▶ [What you will do]:
Report every line of the records below that includes the string "added".

BEGIN Provided data

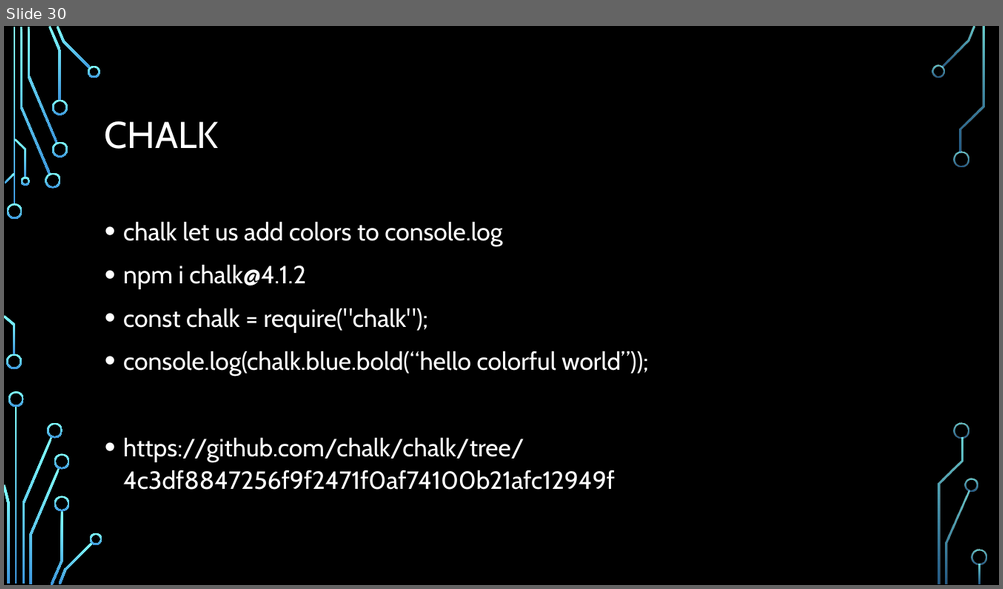
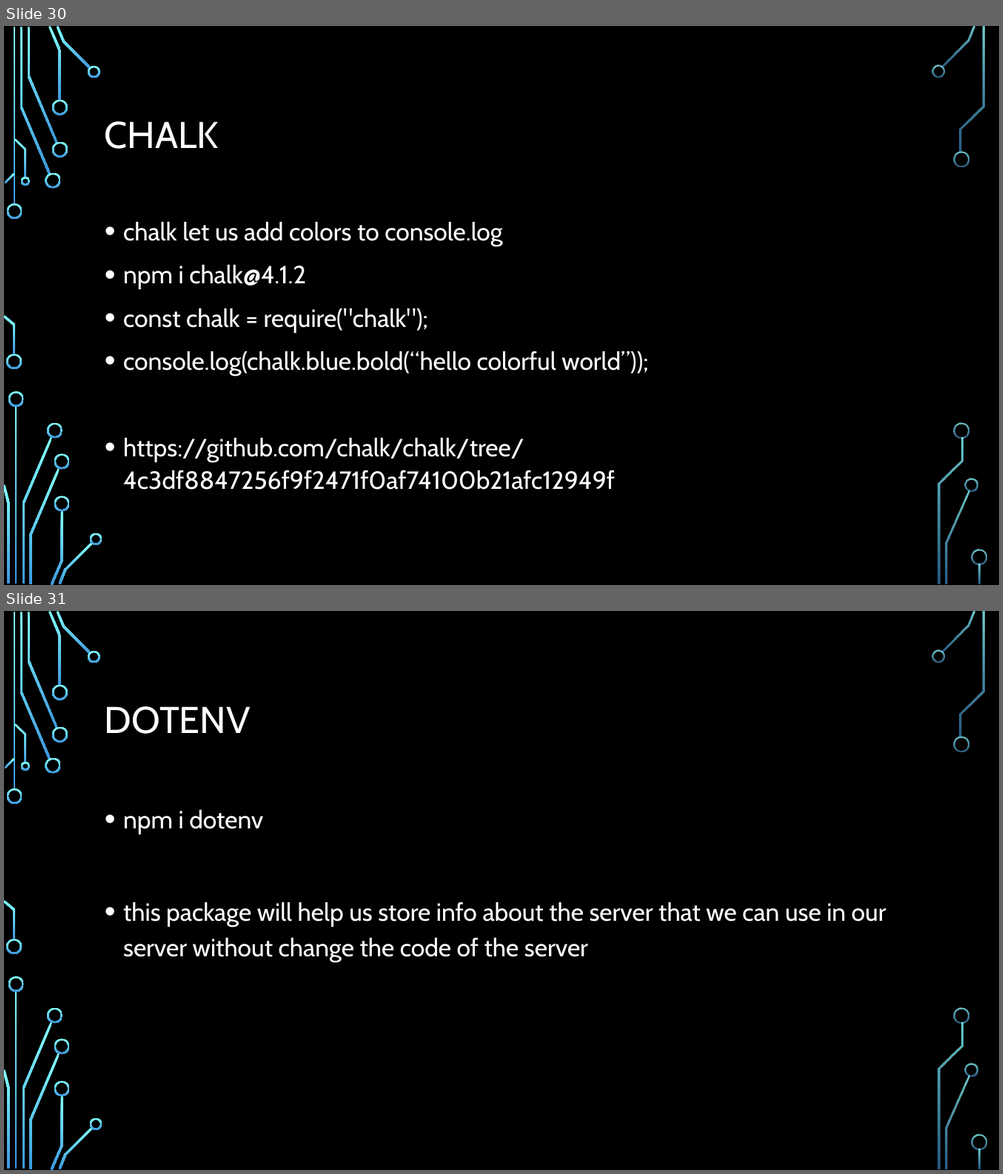
Before and after one commit to Rlss91/hu_morning_nodejs_W011121MR, a slide deck: docs/node js.pptx. Shown one above the other, each under a label of ours: slide 30 before the commit, slides 30 and 31 after it. The pictures are 1003x589 and 1003x1174 pixels, drawn with LibreOffice and Linux fonts; fonts in the diff are those of the drawing; background and template pictures are left out. Boxes give left, top, right and bottom in pixels: in the first picture for what was removed or moved away, otherwise in the second. Text is boxed around its words. In the diff, an @@ line names an element or a change of style, - is before the commit and + after.

```diff
--- a/docs/node js.pptx
+++ b/docs/node js.pptx
@@ slide 31 added at box(4, 611, 999, 1170), background picture (left out); not listed: 36 template elements that a slide beside it also shows @@
@@ title added at box(105, 706, 250, 734), 36 pt, text #FFFFFF @@
+DOTENV
@@ text added at box(123, 809, 886, 963), 24 pt, text #FFFFFF @@
+• npm i dotenv
+• this package will help us store info about the server that we can use in our server without change the code of the server
```
Also in this commit, not shown: 1 other slide added, 6 other files.

END Provided data

▶ [Answer to the exercise]:
@@ slide 31 added at box(4, 611, 999, 1170), background picture (left out); not listed: 36 template elements that a slide beside it also shows @@
@@ title added at box(105, 706, 250, 734), 36 pt, text #FFFFFF @@
@@ text added at box(123, 809, 886, 963), 24 pt, text #FFFFFF @@
Also in this commit, not shown: 1 other slide added, 6 other files.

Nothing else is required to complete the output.